By JOSH GERSTEIN - Staff Reporter of the Sun
June 20, 2006 - A Long Island tort law firm that suffered abject defeat last year in a lawsuit challenging the calculation and distribution of millions of dollars in diet drug settlements recently won an extraordinarily rare court ruling breathing new life into the case.

The reversal by a New York appeals court is but a ripple in the dizzying eddies of litigation in the diet drug drama. The company that made the Fen-Phen combination, Wyeth, has set aside $22 billion for claims, attorneys' fees, and other costs of the legal morass.

In the New York case, Parker & Waichman accused Napoli Kaiser & Bern LLP of deliberately shortchanging about 440 clients the Parker firm signed up for lawsuits over the fenfluramine-phentermine anti-obsesity medication, which was pulled from the market in 1997 after being linked to heart valve failures.

In December 2005, a four-judge panel from the state appellate division unanimously reversed a trial judge's order allowing Parker & Waichman's suit to go forward. The appeals judges said the Parker firm was improperly trying to use the fee dispute to reopen the roughly 5,600 Fen-Phen cases settled by Napoli Bern for a reported total of $1 billion.

"The real attack is to the underlying settlement, and, more particularly, whether defendants engaged in any fraudulent conduct," the judges wrote last year. They also noted that a legal ethics professor and a special master oversaw the deal.
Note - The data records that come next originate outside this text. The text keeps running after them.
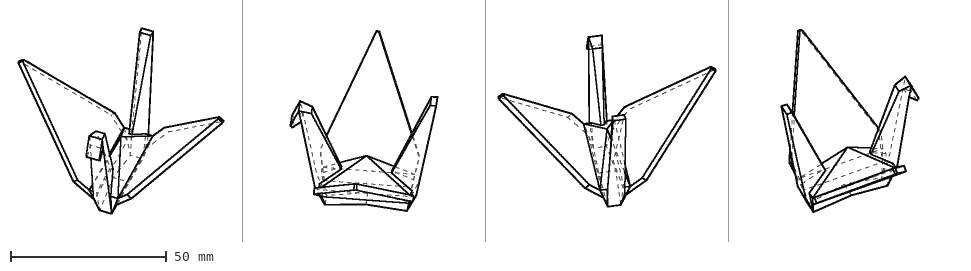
import cadquery as cq
import math


BELLY_HALF_WIDTH = 2.1
BELLY_HALF_LENGTH = 13.25
EAVE_HALF_WIDTH = 4.95
EAVE_HALF_LENGTH = 14.95
EAVE_Z = 10.0
APEX_Z = 22.2
NOTCH_Z = 2.3

WING_ANGLE = 50.0
WING_THICKNESS = 2.0
WING_ROOT = -4.6
WING_SHOULDER = 5.6
WING_SPAN = 70.9
SHOULDER_HALF_WIDTH = 16.0
TIP_HALF_WIDTH = 0.4

BASE_OUTER = (2.9, 16.45, 8.7)
BASE_INNER = (0.5, 7.9, 14.8)
BELLY_EDGE = (BELLY_HALF_WIDTH, BELLY_HALF_LENGTH, 0)
NECK_TOP_OUTER = (2.2, 21.7, 43.05)
NECK_TOP_INNER = (1.55, 17.65, 41.55)
TAIL_TOP_OUTER = (2.05, 22.8, 50.0)
TAIL_TOP_INNER = (1.9, 20.8, 50.0)

HEAD_HALF_WIDTH = 2.3
THROAT_Z = 38.0
BEAK_TOP = (-24.4, 35.9)
BEAK_BOTTOM = (-23.75, 35.1)


def polyhedron(faces):
    """Solid bounded by flat faces, each given as a loop of points."""
    flat_faces = []
    for loop in faces:
        wire = cq.Wire.makePolygon([cq.Vector(*p) for p in loop], close=True)
        flat_faces.append(cq.Face.makeFromWires(wire))
    return cq.Workplane(obj=cq.Solid.makeSolid(cq.Shell.makeShell(flat_faces)))


def rectangle_corners(half_width, half_length, z):
    return [
        (-half_width, -half_length, z),
        (half_width, -half_length, z),
        (half_width, half_length, z),
        (-half_width, half_length, z),
    ]


def make_body():
    belly = rectangle_corners(BELLY_HALF_WIDTH, BELLY_HALF_LENGTH, 0)
    eaves = rectangle_corners(EAVE_HALF_WIDTH, EAVE_HALF_LENGTH, EAVE_Z)
    apex = (0, 0, APEX_Z)
    faces = [belly]
    for i in range(4):
        j = (i + 1) % 4
        faces.append([belly[i], belly[j], eaves[j], eaves[i]])
        faces.append([eaves[i], eaves[j], apex])
    notch = (
        cq.Workplane("YZ")
        .polyline([(-BELLY_HALF_LENGTH, 0), (BELLY_HALF_LENGTH, 0), (0, NOTCH_Z)])
        .close()
        .extrude(EAVE_HALF_WIDTH, both=True)
    )
    return polyhedron(faces).cut(notch)


def make_wing():
    """Right-hand wing, its upper surface starting at the eave."""
    slope = math.radians(WING_ANGLE)
    upper_surface = cq.Plane(
        origin=(EAVE_HALF_WIDTH, 0, EAVE_Z),
        xDir=(math.cos(slope), 0, math.sin(slope)),
        normal=(-math.sin(slope), 0, math.cos(slope)),
    )
    flare = (SHOULDER_HALF_WIDTH - EAVE_HALF_LENGTH) / WING_SHOULDER
    root_half_width = EAVE_HALF_LENGTH + flare * WING_ROOT
    overhang = WING_THICKNESS * math.sin(slope)
    tip = (WING_SPAN / 2 - EAVE_HALF_WIDTH - overhang) / math.cos(slope)
    half_outline = [
        (WING_ROOT, root_half_width),
        (WING_SHOULDER, SHOULDER_HALF_WIDTH),
        (tip, TIP_HALF_WIDTH),
    ]
    mirrored_half = [(along, -across) for along, across in reversed(half_outline)]
    return (
        cq.Workplane(upper_surface)
        .polyline(half_outline + mirrored_half)
        .close()
        .extrude(-WING_THICKNESS)
    )


def edge_ends(edge, side):
    """Both end points of a crosswise edge; side is +1 for the tail, -1 for the neck."""
    half_width, distance, z = edge
    return [(-half_width, side * distance, z), (half_width, side * distance, z)]


def make_limb(top_outer, top_inner, side):
    """Neck or tail: a ruled loft upwards, and a wedge down to the belly edge."""
    outer_left, outer_right = edge_ends(BASE_OUTER, side)
    inner_left, inner_right = edge_ends(BASE_INNER, side)
    belly_left, belly_right = edge_ends(BELLY_EDGE, side)
    top_outer_left, top_outer_right = edge_ends(top_outer, side)
    top_inner_left, top_inner_right = edge_ends(top_inner, side)

    base = [outer_left, outer_right, inner_right, inner_left]
    top = [top_outer_left, top_outer_right, top_inner_right, top_inner_left]
    sections = [
        cq.Wire.makePolygon([cq.Vector(*p) for p in loop], close=True)
        for loop in (base, top)
    ]
    upper = cq.Workplane(obj=cq.Solid.makeLoft(sections, True))
    lower = polyhedron([
        base,
        [outer_left, outer_right, belly_right, belly_left],
        [inner_left, inner_right, belly_right, belly_left],
        [outer_left, inner_left, belly_left],
        [outer_right, inner_right, belly_right],
    ])
    return upper.union(lower)


def make_head():
    _, base_y, base_z = BASE_OUTER
    _, crown_y, crown_z = NECK_TOP_OUTER
    throat_y = base_y + (crown_y - base_y) * (THROAT_Z - base_z) / (crown_z - base_z)
    profile = [(-crown_y, crown_z), BEAK_TOP, BEAK_BOTTOM, (-throat_y, THROAT_Z)]
    return (
        cq.Workplane("YZ")
        .polyline(profile)
        .close()
        .extrude(HEAD_HALF_WIDTH, both=True)
    )


wing = make_wing()
neck = make_limb(NECK_TOP_OUTER, NECK_TOP_INNER, -1)
tail = make_limb(TAIL_TOP_OUTER, TAIL_TOP_INNER, 1)

result = make_body().union(neck).union(tail).union(make_head())
result = result.union(wing).union(wing.mirror("YZ"))

However, last month, in response to a request by the Parker firm, the appellate panel "recalled and vacated" its earlier decision. In the new ruling, the court echoed some of its earlier language about an "improper collateral at tack" on the settlement, but concluded that the Parker firm was entitled to pursue its claims that Napoli Bern mishandled cases, refused to split fees as promised, and caused some clients to seek new counsel, effectively cutting the Parker firm out. The judicial panel, which included three of the four judges who ruled on the case last year, said the Parker firm might even be entitled to details on Napoli Bern's handling of its own cases and those brought in by other firms.

A professor at Albany Law School, Michael Hutter Jr., said the court's move to reopen and revise its earlier decision was exceptional. "It really is unusual," the professor told The New York Sun. "I would think a re-argument happens once every ten years. That may even be overstating it."

Mr. Hutter said the judges deserved kudos for correcting their work. "It's good of the court to recognize we made mistake, instead of burying it," he said.

An attorney for Napoli Bern,Christopher Hitchcock, said the court's revision was inconsequential. "It was a very slight modification of the earlier decision," Mr. Hitchcock said in an interview. "The claims for fraud are all still dismissed. What remains are a handful of claimed accounting issues."

A founding partner of Parker & Waichman, Jerrold Parker, who in 2004 predicted to the Sun that Mr. Napoli's firm would "get fried" in the litigation, did not return a call seeking comment for this article.

The dispute also shines a light on a practice in which tort law firms known as "advertisers"gather up "inventories" of hundreds or thousands of clients and then shuffle them to other firms, known as "warehousers," which combine the cases to negotiate a settlement.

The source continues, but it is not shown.